The movie as a whole is remarkably ‘neat.’ It’s like one of those IKEA display rooms you walk through, looking unique enough to feel homey but also so incredibly artificial. Fighting With My Family has very little flare, from what I can tell, whether that’s visually or even narratively. It’s just a neat, well-told story that stays on the beaten path. This works for the most part because the characters and their world are so endearing, but sometimes is strains credibility.
An example is when Zak and Saraya are forced through the tumultuous section of the story. With her in Florida and him back home, he won’t talk to her because he’s seething with resentment that she was chosen over him, and this builds and builds until he becomes a bit psychotic. It’s all part of the typical modes of storytelling and heightening, meaning the seething must remain until it can boil over so that the conflict is impossible to ignore, but that escalation of the conflict makes him quite hard to like. It boils over when they fight each other in the ring, and rather than following the “script” of the fight, he literally beats her up. F*ck that guy.
But then he makes up for it, at least in the eyes of the other characters because that’s how these things work. Because the story follows those conventions, of when characters must like or not like each other and when they must feel alternately powerless and powerful, these individual moments might not resonate as well as if they were less predictable. Or maybe the narrative arc has become so ingrained in how we tell and consume stories that it really does just work that well.

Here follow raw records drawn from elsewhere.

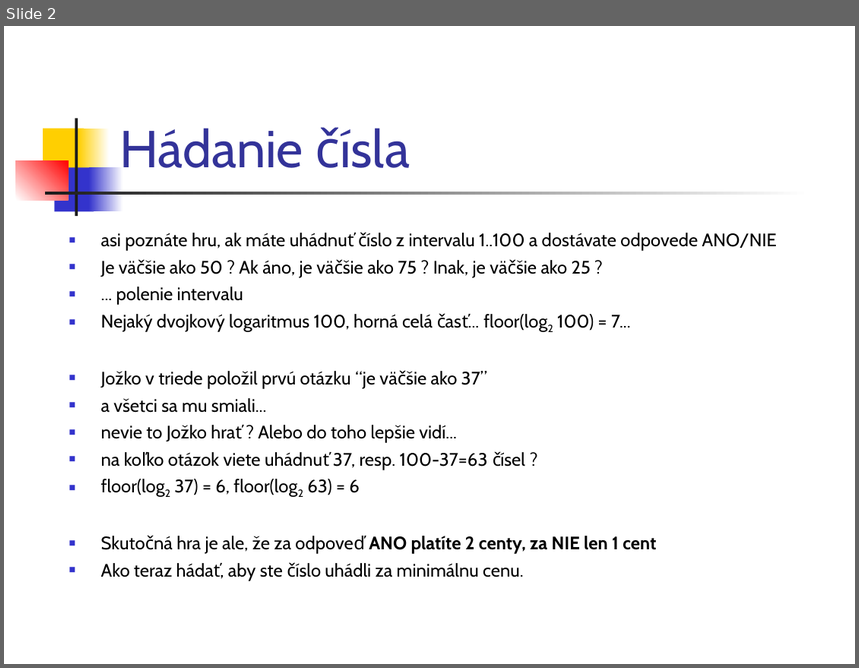
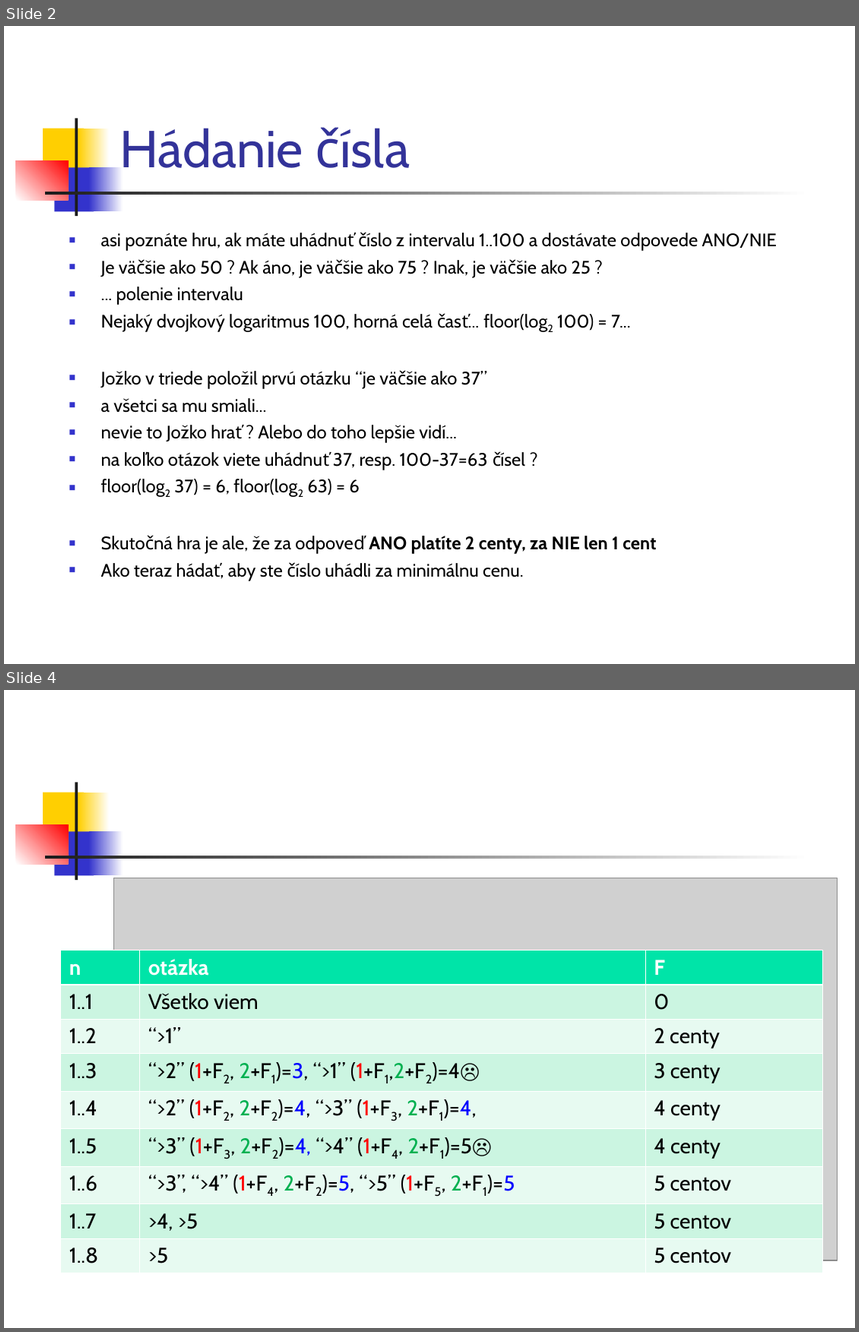
Before and after one commit to paradigmy/Prednasky, a slide deck: 03/gameska3.ppt. Shown one above the other, each under a label of ours: slide 2 before the commit, slides 2 and 4 after it; the slides between them are not shown. The pictures are 859x668 and 859x1332 pixels, drawn with LibreOffice and Linux fonts; fonts in the diff are those of the drawing; grey boxes stand for pictures. Boxes give left, top, right and bottom in pixels: in the first picture for what was removed or moved away, otherwise in the second. Text is boxed around its words. In the diff, an @@ line names an element or a change of style, - is before the commit and + after.

```diff
--- a/03/gameska3.ppt
+++ b/03/gameska3.ppt
@@ slide 4 added at <box>4,690,855,1328</box>, background #FFFFFF; not listed: 7 template elements that a slide beside it also shows @@
@@ picture added at <box>113,878,837,1262</box> @@
@@ table added at <box>61,951,823,1267</box>, 9 rows, 3 columns @@
+n | otázka | F
+1..1 | Všetko viem | 0
+1..2 | “>1” | 2 centy
+1..3 | “>2” (1+F2, 2+F1)=3, “>1” (1+F1,2+F2)=4☹ | 3 centy
+1..4 | “>2” (1+F2, 2+F2)=4, “>3” (1+F3, 2+F1)=4, | 4 centy
+1..5 | “>3” (1+F3, 2+F2)=4, “>4” (1+F4, 2+F1)=5☹ | 4 centy
+1..6 | “>3”, “>4” (1+F4, 2+F2)=5, “>5” (1+F5, 2+F1)=5 | 5 centov
+1..7 | >4, >5 | 5 centov
+1..8 | >5 | 5 centov
```
Also in this commit, not shown: 5 other files.
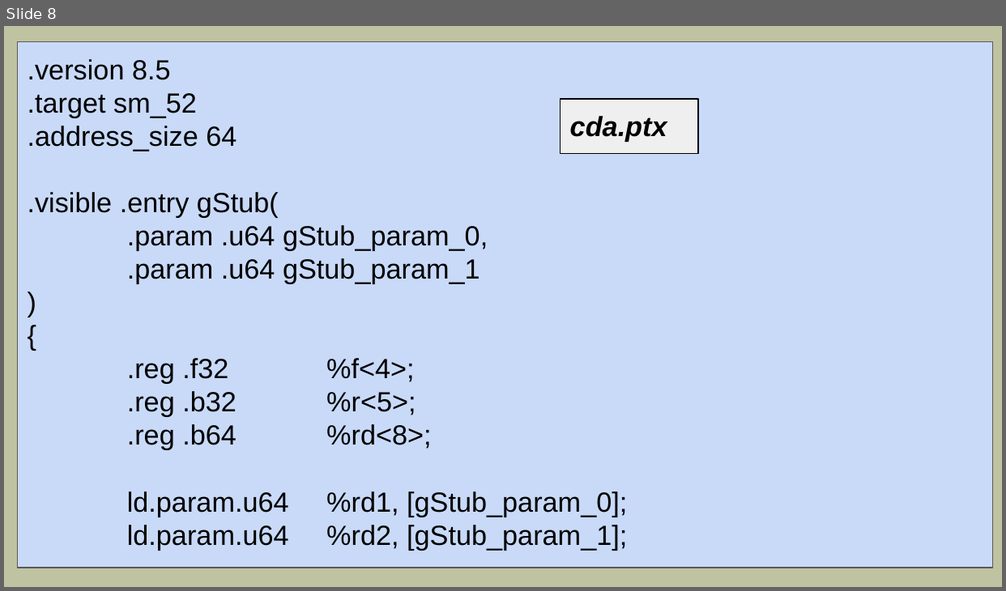
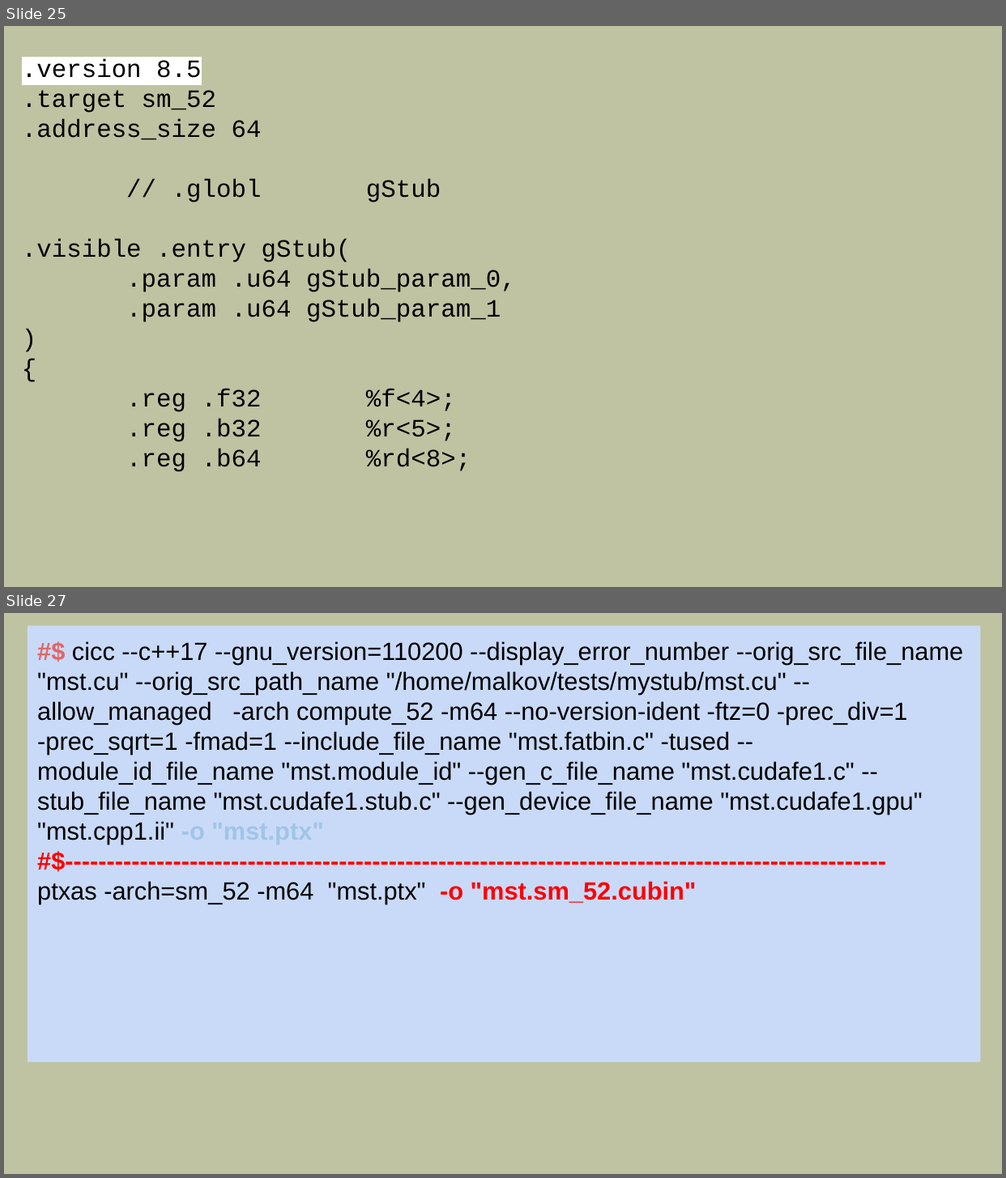
Before and after one commit to mlkv52/sibsutis_cuda_bachelors-2025, a slide deck: Лекции/pptx/Лекция8-ПГП-2025.pptx. Shown one above the other, each under a label of ours: slide 8 before the commit, slides 25 and 27 after it; the slides between them are not shown. The pictures are 1006x591 and 1006x1178 pixels, drawn with LibreOffice and Linux fonts; fonts in the diff are those of the drawing. Boxes give left, top, right and bottom in pixels: in the first picture for what was removed or moved away, otherwise in the second. Text is boxed around its words. In the diff, an @@ line names an element or a change of style, - is before the commit and + after.

```diff
--- a/Лекции/pptx/Лекция8-ПГП-2025.pptx
+++ b/Лекции/pptx/Лекция8-ПГП-2025.pptx
@@ slide 27 added at bbox=[4, 613, 1002, 1174], background #C0C3A1 @@
@@ rectangle added at bbox=[27, 626, 980, 1063], fill #C9DAF8, 18 pt, text #000000 @@
+#$ cicc --c++17 --gnu_version=110200 --display_error_number --orig_src_file_name "mst.cu" --orig_src_path_name "/home/malkov/tests/mystub/mst.cu" --allow_managed -arch compute_52 -m64 --no-version-ident -ftz=0 -prec_div=1 -prec_sqrt=1 -fmad=1 --include_file_name "mst.fatbin.c" -tused --module_id_file_name "mst.module_id" --gen_c_file_name "mst.cudafe1.c" --stub_file_name "mst.cudafe1.stub.c" --gen_device_file_name "mst.cudafe1.gpu" "mst.cpp1.ii" -o "mst.ptx"
+#$---------------------------------------------------------------------------------------------------
+ptxas -arch=sm_52 -m64 "mst.ptx" -o "mst.sm_52.cubin"
@@ what was slide 8 is now slide 25 @@
@@ slide 25 changed as well @@
@@ text ".version 8.5": place and size @@
-text ".version 8.5" at bbox=[17, 42, 993, 568]
+text ".version 8.5" at bbox=[22, 59, 516, 472]
@@ text ".version 8.5" at bbox=[22, 59, 516, 472]: fill #C9DAF8 to none; outline #595959 0.75 pt to none @@
@@ text at bbox=[22, 59, 516, 472]: size 20 to 18 pt, font Arial to Courier New; highlight none to #FFFFFF in ".version 8.5" @@
@@ rectangle removed at bbox=[560, 99, 697, 154] @@
-cda.ptx
@@ text at bbox=[172, 179, 441, 203]: paragraph added @@
+// .globl gStub
@@ text at bbox=[127, 492, 627, 550]: paragraphs removed @@
-ld.param.u64 %rd1, [gStub_param_0];
-ld.param.u64 %rd2, [gStub_param_1];
```
Also in this commit, not shown: 4 other slides changed, 25 other slides added, 9 slides removed, 6 other files.

Because I think it works quite well, all that being said.
Act two takes Saraya to Florida, and she quickly becomes the supposed underdog. We’ve seen this movie before, complete with the rivalries with other competitors turning into friendships as well as that training montage before the big final battle. It’s all here in full display but with no sense of self-awareness, for better or worse.
When it works it’s because Saraya’s story appeals to the underdog/outsider within each of us. Whether it’s Edward Scissorhands or any of the introverted heroes of a coming of age young adult movie, these stories work and are told repeatedly because they ring true on some level.
When it doesn’t work this time around it’s because the movie flattens out the other characters around Saraya in order to make her more likable. That means that the three conventionally attractive models fill that “bully” role, the characters who look down on Saraya and help perpetuate her isolation. They are judgmental and inexperienced as wrestlers, chosen only because of their looks, something which rubs Saraya the wrong way since A) she doesn’t look like them and B) she actually knows how to wrestle.
We are meant to dislike them because they dislike our Saraya… or so it seems. Then Saraya realizes that it’s she who hasn’t been nice to them, and then she flips the switch and they become best friends. I mean, it’s certainly appealing, who doesn’t like watching people bond, but it’s all quite forced. The story is obligated to make them seem vapid, self-important until it’s time to make them three-dimensional. This feels manipulative, and I think it leaves unanswered certain questions or ideas I’d like to know more about.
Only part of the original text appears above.